King Abdullah’s writ lasted all of 12 hours . Within that period the Sudairis, a rich and politically powerful clan within the House of Saud, which had been weakened by the late king, burst back into prominence. They produced a palace coup in all but name.

Salman moved swiftly to undo the work of his half-brother. He decided not to change his crown prince Megren,who was picked by King Abdullah for him, but he may chose to deal with him later .However he swiftly appointed another leading figure from the Sudairi clan. Mohammed Bin Nayef, the interior minister is to be his deputy crown prince. It is no secret that Abdullah wanted his son Meteb for that position, but now he is out,

More significantly, Salman, himself a Sudairi, attempted to secure the second generation by giving his 35- year old son Mohammed the powerful fiefdom of the defence ministry . The second post Mohammed got was arguably more important. He is now general secretary of the Royal Court. All these changes were announced before Abdullah was even buried.

The general secretaryship was the position held by the Cardinal Richelieu of Abdullah’s royal court, Khalid al-Tuwaijri. It was a lucrative business handed down from father to son and started by Abdul Aziz al Tuwaijri. The Tuwaijris became the king’s gatekeepers and no royal audience could be held without their permission, involvement, or knowledge.
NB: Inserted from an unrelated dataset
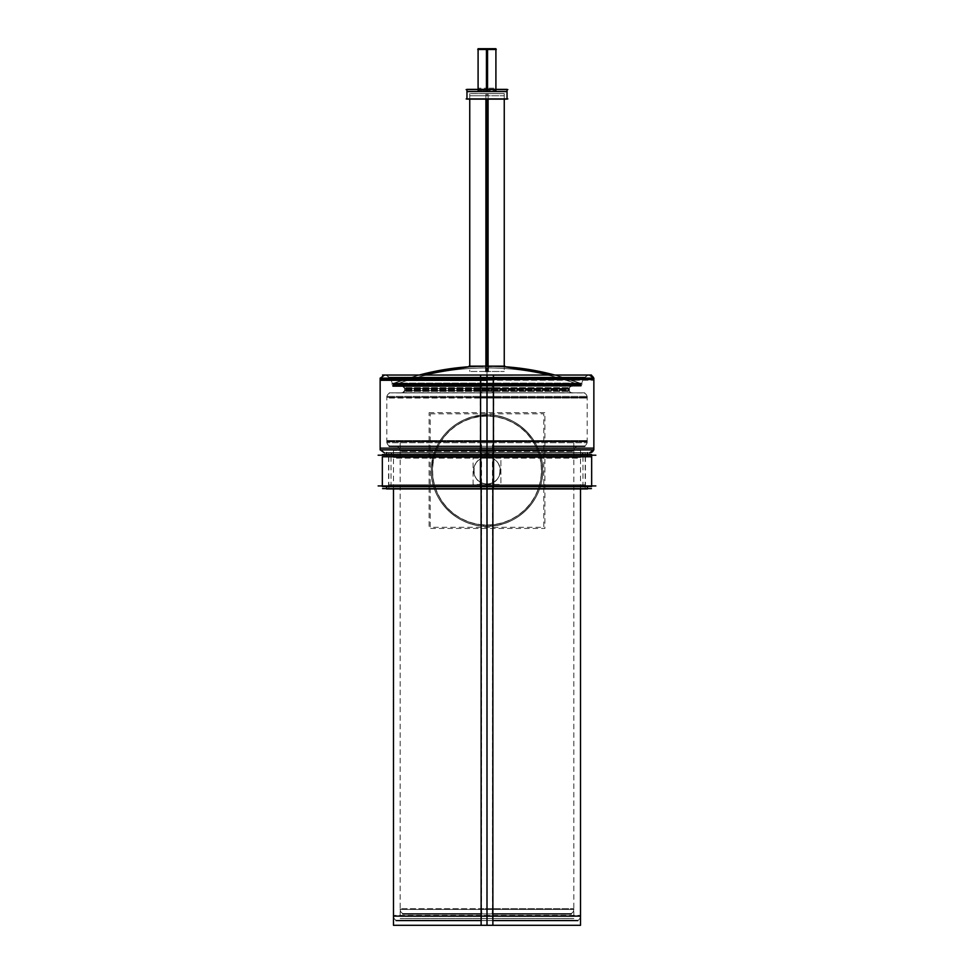 <?xml version="1.0" encoding="UTF-8"?>
<svg xmlns="http://www.w3.org/2000/svg" width="974" height="974" viewBox="0 0 974 974"><rect width="100%" height="100%" fill="white"/><g stroke="black" fill="none" stroke-linecap="round" stroke-linejoin="round"><path stroke-width="0.73" stroke-dasharray="4.87 3.65" d="M481.132 913.904L402.871 913.904M405.367 913.831L492.174 913.904L492.454 908.705L492.174 913.904L404.612 913.904L569.133 913.904L487 913.904L569.12 913.904L487 913.904L487 909.448L573.844 909.448L487 909.448L487 913.904L404.88 913.904L487 913.904L487 909.448L487 913.904L404.867 913.904L569.133 913.904L487 913.904L487 909.448L400.156 909.448L487 909.448L487 913.904L404.867 913.904L569.133 913.904L487 913.904L569.12 913.904L487 913.904L487 909.448L573.844 909.448L400.156 909.448L487 909.448L487 446.299L577.996 446.299L487 446.299L487 450.755L573.82 450.755L400.18 450.755L487 450.755L487 446.299L396.004 446.299L487 446.299L487 450.755L400.18 450.755L487 450.755L487 909.448L487 907.22L487 909.448L573.844 909.448L487 909.448L487 913.904L404.88 913.904L487 913.904L487 909.448L487 913.904L569.388 913.904L481.826 913.904L481.546 908.705L573.783 908.705L481.546 908.705L481.826 913.904L568.633 913.831M571.129 913.904L492.868 913.904M492.454 908.705L400.217 908.705L492.454 908.705M492.454 918.616L492.454 441.575L400.18 441.575L492.454 441.575L492.454 918.616L400.18 918.616L492.454 918.616M487 916.437L487 918.579L400.18 918.579L487 918.579L400.18 918.579L487 918.579L487 916.437L400.18 916.437L573.82 916.437L487 916.437L573.82 916.437L487 916.437L487 918.579L573.82 918.579L487 918.579L573.82 918.579L487 918.579L487 916.437M481.546 918.616L481.546 441.575L573.82 441.575L481.546 441.575L481.546 918.616L573.82 918.616L481.546 918.616M573.905 451.498C573.771 448.417 575.232 446.689 578.288 446.299L481.266 446.299L481.546 451.498L573.905 451.498L481.546 451.498L481.266 446.299L579.043 446.36M400.095 451.498C400.229 448.417 398.768 446.689 395.712 446.299L492.734 446.299L492.454 451.498L400.095 451.498L492.454 451.498L492.734 446.299L394.957 446.36M480.292 446.299L389.235 446.299M480.292 379.117L480.572 375.039L588.734 375.1L384.572 375.039L589.428 375.039L487 375.039L589.428 375.039L487 375.039L587.992 375.039L487 375.039L487 450.755L400.18 450.755L487 450.755L487 446.299L487 450.755L573.82 450.755L487 450.755L487 446.299L391.511 446.299L582.489 446.299L487 446.299L582.489 446.299L487 446.299L487 441.843L587.2 441.843L487 441.843L487 446.299L391.511 446.299L487 446.299L487 441.843L487 450.755L573.82 450.755L487 450.755L487 446.299L577.996 446.299L391.511 446.299L582.489 446.299L487 446.299L487 441.843L386.8 441.843L587.2 441.843L487 441.843L487 446.299L577.996 446.299L487 446.299L487 909.448L400.156 909.448L487 909.448L400.156 909.448L487 909.448L487 450.755L400.18 450.755L573.82 450.755L487 450.755L487 909.448L573.844 909.448L487 909.448L487 448.527L593.86 448.527L487 448.527L487 452.971L589.428 452.971L384.572 452.971L487 452.971L487 448.527L593.86 448.527L380.14 448.527L487 448.527L487 449.903L487 448.527L380.14 448.527L487 448.527L487 379.495L593.884 379.495L487 379.495L487 375.039L587.992 375.039L487 375.039L487 377.839L583.84 377.839L487 377.839L487 375.039L386.008 375.039L487 375.039L487 377.839L487 375.039L396.71 375.039M584.765 446.299L493.708 446.299M587.139 441.1C587.273 444.181 585.8 445.909 582.744 446.299L480.986 446.299L480.718 441.1L587.139 441.1L480.718 441.1L480.986 446.299L581.989 446.226M392.011 446.226L493.014 446.299L392.011 446.226L493.014 446.299L493.282 441.1L386.861 441.1L493.282 441.1L493.014 446.299L391.256 446.299L582.489 446.299L487 446.299L582.403 446.299L487 446.299L487 441.843L587.2 441.843L386.8 441.843L487 441.843L487 397.307L587.188 397.307L487 397.307L487 392.851L582.489 392.851L487 392.851L487 397.307L487 392.851L391.511 392.851L487 392.851L487 397.307L386.812 397.307L487 397.307L386.812 397.307L487 397.307L487 441.843L487 439.615L487 441.843L587.2 441.843L487 441.843L487 446.299L391.597 446.299L487 446.299L487 441.843L487 446.299L582.744 446.299C585.447 446.031 586.932 444.546 587.2 441.843M493.294 442.732L493.294 396.418L386.812 396.418L493.294 396.418L493.294 442.732L386.812 442.732L493.294 442.732M487 442.695L487 440.552L386.812 440.552L487 440.552L386.812 440.552L487 440.552L487 442.695L487 440.552L587.188 440.552L487 440.552L587.188 440.552L487 440.552L487 442.695M480.706 442.732L480.706 396.418L587.188 396.418L480.706 396.418L480.706 442.732L587.188 442.732L480.706 442.732M587.139 398.049C587.273 394.969 585.8 393.24 582.744 392.851L480.986 392.851L480.718 398.049L587.139 398.049L480.718 398.049L480.986 392.851L582.744 392.851L391.511 392.851L582.489 392.851L487 392.851L571.628 392.851L487 392.851L487 390.635L569.376 390.635L487 390.635L487 392.851L487 390.635L404.624 390.635L487 390.635L487 392.851L402.372 392.851L487 392.851L487 397.307L587.188 397.307L487 397.307L487 392.851L582.489 392.851L391.511 392.851L571.348 392.851L487 392.851L487 390.635L404.624 390.635L569.376 390.635L487 390.635L487 392.851L582.489 392.851L487 392.851L487 441.843L386.8 441.843L487 441.843L386.8 441.843L487 441.843L487 397.307L386.812 397.307L587.188 397.307L487 397.307L487 441.843L587.2 441.843L487 441.843L487 395.079L487 397.307L587.188 397.307L487 397.307L487 392.851L487 397.307L386.812 397.307L487 397.307L487 392.851L391.511 392.851L582.489 392.851L487 392.851L571.348 392.851L487 392.851L487 390.635L569.376 390.635L404.624 390.635L487 390.635L487 388.407L404.612 388.407L569.388 388.407L487 388.407L487 386.179L571.628 386.179L487 386.179L487 388.407L569.388 388.407L404.612 388.407L487 388.407L487 386.179L402.372 386.179L487 386.179L487 388.407L404.612 388.407L487 388.407L487 390.635L487 388.407L569.388 388.407L487 388.407L487 386.179L395.274 386.179L578.726 386.179L487 386.179L578.714 386.179L487 386.179L487 384.779L581.076 384.779L487 384.779L487 386.179L395.286 386.179L487 386.179L487 384.779L487 390.635L569.376 390.635L487 390.635L487 392.851L487 388.407L404.612 388.407L569.388 388.407L487 388.407L487 390.635L404.624 390.635L487 390.635L487 392.851L391.256 392.851L492.966 392.924L391.256 392.851C388.2 393.24 386.727 394.969 386.861 398.049L493.282 398.049L493.014 392.851L493.282 398.049L386.861 398.049M389.235 392.851L488.911 392.851L389.235 392.851M584.765 392.851L485.089 392.851L584.765 392.851M572.359 392.729L481.692 392.851L481.826 389.892L481.692 392.851L571.604 392.851C569.376 391.804 568.67 390.817 569.498 389.892L481.826 389.892L569.498 389.892M404.502 389.892C405.33 390.805 404.636 391.792 402.396 392.851L492.308 392.851L492.174 389.892L404.502 389.892L492.174 389.892L492.308 392.851L392.011 392.924M492.174 391.378L492.174 387.652L404.612 387.652L492.174 387.652L492.174 391.378L404.612 391.378L492.174 391.378M481.826 391.378L481.826 387.652L569.388 387.652L481.826 387.652L481.826 391.378L569.388 391.378L481.826 391.378M572.359 386.313L481.692 386.179L572.359 386.313L481.692 386.179L481.826 389.137L569.498 389.137L481.826 389.137L481.692 386.179L571.604 386.179L395.274 386.179L578.726 386.179L487 386.179L487 384.779L392.924 384.779L581.076 384.779L487 384.779L487 386.179L571.336 386.179L487 386.179L487 388.407L487 386.179L402.664 386.179L487 386.179L487 388.407L569.388 388.407L487 388.407L487 386.179L395.274 386.179L578.726 386.179L487 386.179L578.714 386.179L487 386.179L487 384.779L581.076 384.779L392.924 384.779L487 384.779L487 377.839L390.16 377.839L487 377.839L390.16 377.839L487 377.839L487 384.779L581.076 384.779L487 384.779L487 386.179L395.286 386.179L487 386.179L487 384.779L487 386.179L523.148 386.179M404.502 389.137C405.33 388.212 404.624 387.226 402.396 386.179L492.308 386.179L492.174 389.137L404.502 389.137L492.174 389.137L492.308 386.179L401.641 386.313M480.292 386.179L393.033 386.179M485.162 386.179L580.967 386.179L485.162 386.179M581.235 384.048C581.734 384.56 580.991 385.266 579.019 386.179L481.217 386.179L481.083 384.048L581.235 384.048L481.083 384.048L481.217 386.179L578.264 386.045M395.736 386.045L492.783 386.179L395.736 386.045L492.783 386.179L492.917 384.048L392.766 384.048L492.917 384.048L492.783 386.179L394.981 386.179L522.953 386.179M492.893 385.473L493.1 377.145L389.88 377.145L493.1 377.145L492.893 385.473L393.216 385.473L492.893 385.473M487 385.302L487 383.586L392.717 383.586L487 383.586L392.717 383.586L487 383.586L487 385.302L487 383.586L581.283 383.586L487 383.586L581.283 383.586L487 383.586L487 385.302M481.107 385.473L480.9 377.145L584.12 377.145L480.9 377.145L481.107 385.473L580.784 385.473L481.107 385.473M583.633 378.557L587.992 375.039L480.657 375.039L480.937 378.557L583.633 378.557L480.937 378.557L480.657 375.039L588.734 375.1M390.367 378.557L386.008 375.039L493.343 375.039L385.327 375.112L493.343 375.039L493.063 378.557L390.367 378.557L493.063 378.557L493.343 375.039L385.266 375.1M489.045 375.039L382.526 375.039M393.825 375.039L384.693 375.039M484.955 375.039L591.474 375.039M480.292 380.237L593.811 380.237L480.292 380.237M580.455 915.377C580.589 918.458 579.128 920.199 576.072 920.576L481.412 920.576L481.132 915.377L580.455 915.377L481.132 915.377L481.412 920.576L576.072 920.576C578.775 920.32 580.261 918.835 580.516 916.12L487 916.12L487 920.576L487 457.427L393.484 457.427L487 457.427L487 452.971L589.428 452.971L384.572 452.971L589.428 452.971L487 452.971L487 448.527L487 449.903L487 448.527L593.86 448.527L487 448.527L593.86 448.527L487 448.527L487 379.495L380.116 379.495L487 379.495L487 448.527L380.14 448.527L487 448.527L487 457.427L580.516 457.427L393.484 457.427L487 457.427L487 452.971L584.619 452.971L384.572 452.971L589.428 452.971L386.581 452.971L487 452.971L487 455.199L587.419 455.199L487 455.199L487 452.971L587.419 452.971L386.581 452.971L587.419 452.971L487 452.971L585.191 452.971L487 452.971L487 455.199L585.191 455.199L487 455.199L487 452.971L388.809 452.971L487 452.971L487 455.199L388.809 455.199L585.423 455.199L382.344 455.199L591.656 455.199L382.344 455.199L591.656 455.199L487 455.199L487 452.971L389.296 452.971L487 452.971L487 457.427L580.516 457.427L487 457.427L487 452.971L487 457.427L487 452.971L589.428 452.971L384.572 452.971L487 452.971L389.296 452.971L487 452.971L487 448.527L593.86 448.527L487 448.527L487 449.903L487 378.119L487 379.495L593.884 379.495L487 379.495L487 375.039L589.428 375.039L384.572 375.039L487 375.039L386.008 375.039L487 375.039L386.008 375.039L487 375.039L487 377.839L487 375.039L587.992 375.039L487 375.039L487 377.839L583.84 377.839L487 377.839L583.84 377.839L487 377.839L487 384.779L581.076 384.779L392.924 384.779L487 384.779L487 377.839L390.16 377.839L487 377.839L487 384.779L392.924 384.779L487 384.779L487 375.039L487 379.495L487 378.119L487 379.495L593.884 379.495L380.116 379.495L487 379.495L487 375.039L589.428 375.039L384.572 375.039L487 375.039L386.008 375.039L487 375.039L487 377.839L583.84 377.839L487 377.839L487 375.039L587.992 375.039L487 375.039L493.428 375.039L493.708 380.237L380.189 380.237L493.708 380.237L493.708 379.117M523.282 375.039L589.38 375.039M493.38 375.112L385.327 375.112M380.14 378.119L493.708 378.119L493.708 449.903L380.14 449.903M493.428 452.971L384.572 452.971L493.428 452.971L493.708 447.772L380.189 447.772L493.708 447.772L493.708 448.892M487 378.156L487 380.298L380.14 380.298L487 380.298L487 378.156M480.572 452.971L589.428 452.971L480.572 452.971L480.292 447.772L593.811 447.772L480.292 447.772L480.292 448.892M593.86 378.119L480.292 378.119L480.292 449.903L593.86 449.903M480.62 452.91L588.673 452.91L480.62 452.91M493.38 452.91L385.327 452.91L493.38 452.91M484.955 452.971L489.045 452.971M585.715 453.044L480.852 452.971L481.119 458.17L480.852 452.971L584.972 452.971C581.916 453.36 580.455 455.102 580.577 458.17L481.119 458.17L580.577 458.17M388.285 453.044L493.148 452.971L492.881 458.17L493.148 452.971L389.028 452.971C392.084 453.36 393.545 455.102 393.423 458.17L492.881 458.17L393.423 458.17M492.868 488.948L492.868 448.259L393.484 448.259L492.868 448.259L492.868 925.3L393.484 925.3M487 485.929L585.423 485.929L388.577 485.929L487 485.929L487 455.199L487 485.929L585.423 485.929L382.344 485.929L591.656 485.929L382.344 485.929L591.656 485.929L487 485.929L487 455.199L487 488.948L487 457.427L580.516 457.427L393.484 457.427L487 457.427L487 916.12L393.484 916.12L487 916.12L487 920.576L575.792 920.576L398.208 920.576L487 920.576L398.22 920.576L487 920.576L487 916.12L580.516 916.12L487 916.12L487 920.576L575.78 920.576L487 920.576L487 457.427L393.484 457.427L487 457.427L487 455.199L487 486.379L388.809 486.379L487 486.379L487 455.199L585.191 455.199L487 455.199L487 486.379L582.976 486.379L487 486.379L487 455.199L388.809 455.199L487 454.59L487 456.769L388.577 456.769L487 456.769L388.577 456.769L487 456.769L487 454.627L487 456.769L382.344 456.769L591.656 456.769L487 456.769L487 454.627L487 456.769L487 454.627L386.581 455.199L587.419 455.199L487 455.199L487 452.971L487 455.199L587.419 455.199L487 455.199L487 452.971L386.581 452.971L587.419 452.971L388.809 452.971L487 452.971L487 455.199L585.191 455.199L487 455.199L487 452.971L487 455.199L388.809 455.199L585.191 455.199L388.809 455.199L582.976 455.199L487 455.199L487 486.379L391.024 486.379L487 486.379L487 455.199L391.024 455.199L487 455.199L487 486.379L585.191 486.379L386.581 486.379L587.419 486.379L487 486.379L487 455.199L585.191 455.199L386.581 455.199L587.419 455.199L388.809 455.199L582.976 455.199L487 455.199L487 486.379L585.191 486.379L487 486.379L487 455.199L487 486.379L388.809 486.379L582.976 486.379L391.024 486.379L487 486.379L487 488.607L388.809 488.607L487 488.607L487 486.379L585.191 486.379L388.809 486.379L487 486.379L487 488.607L585.191 488.607L386.581 488.607L587.419 488.607L386.581 488.607L587.419 488.607L487 488.607L487 486.379L388.809 486.379L487 486.379L487 488.607L487 486.379L386.581 486.379L587.419 486.379L386.581 486.379L587.419 486.379L388.809 486.379L582.976 486.379L391.024 486.379L487 486.379L487 455.199L487 485.929L487 455.199L585.423 455.199L487 455.199L487 485.929L585.423 485.929L382.344 485.929L591.656 485.929L487 485.929L487 455.199L388.577 455.199L487 455.199L487 485.929L585.423 485.929L382.344 485.929L591.656 485.929L487 485.929L487 455.199L382.344 455.199L591.656 455.199L382.344 455.199L591.656 455.199L382.344 455.199L591.656 455.199L386.581 455.199L587.419 455.199L487 455.199L487 452.971L389.381 452.971L487 452.971L487 457.427L580.516 457.427L487 457.427L487 452.971L487 488.948L487 448.259L487 450.438L393.484 450.438L487 450.438L393.484 450.438L487 450.438L487 448.296L393.484 448.296L580.516 448.296L487 448.296L580.516 448.296L487 448.296L487 450.438L580.516 450.438L487 450.438L580.516 450.438L487 450.438L487 448.296L487 925.3M580.516 925.3L481.132 925.3L481.132 448.259L580.516 448.259L481.132 448.259L481.132 488.948M481.46 920.515L575.305 920.515L481.46 920.515M393.545 915.377C393.411 918.458 394.872 920.199 397.928 920.576L492.588 920.576L492.868 915.377L393.545 915.377L492.868 915.377L492.588 920.576L397.928 920.576L575.78 920.576L487 920.576L487 916.12L393.484 916.12C393.739 918.835 395.225 920.32 397.928 920.576L487 920.576L398.22 920.576L487 920.576L487 916.12L400.18 916.12L573.82 916.12M481.132 920.576L396.041 920.576M577.959 920.576L492.868 920.576M507.844 89.584L466.156 89.584M507.04 89.584L466.96 89.584L507.04 89.584M466.996 89.389L466.996 99.117L507.04 99.117L507.004 89.389L466.96 89.389M466.96 91.58L507.04 91.58M507.844 98.934L466.156 98.934M507.04 98.934L466.96 98.934L507.04 98.934M504.946 98.934L469.054 98.934L504.946 98.934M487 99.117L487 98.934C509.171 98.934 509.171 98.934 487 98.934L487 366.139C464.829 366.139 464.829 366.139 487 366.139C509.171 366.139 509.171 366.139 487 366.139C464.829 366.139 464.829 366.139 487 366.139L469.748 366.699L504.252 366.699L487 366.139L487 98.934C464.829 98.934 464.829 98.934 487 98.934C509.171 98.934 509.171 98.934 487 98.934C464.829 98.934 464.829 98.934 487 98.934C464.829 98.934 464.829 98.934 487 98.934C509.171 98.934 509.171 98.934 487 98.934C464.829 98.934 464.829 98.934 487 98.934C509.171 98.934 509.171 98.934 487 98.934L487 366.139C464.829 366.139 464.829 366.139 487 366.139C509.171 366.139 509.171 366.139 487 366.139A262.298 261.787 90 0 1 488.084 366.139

Tuwaijri was the key player in foreign intrigues –to subvert the Egyptian revolution, to send in the troops to crush the uprising in Bahrain, to finance ISIL in Syria in the early stages of the civil war along his previous ally Prince Bandar bin Sultan.

The link between Tuwaijri and the Gulf region’s fellow neo-con Mohammed bin Zayed, the crown prince of Abu Dhabi, was close. Tuwaijri is now out, and his long list of foreign clients , starting with the Egyptian President Abdel Fattah el-Sisi may well feel a cooler wind blowing from Riyadh. Sisi failed to attend the funeral on Friday. Just a question of bad weather?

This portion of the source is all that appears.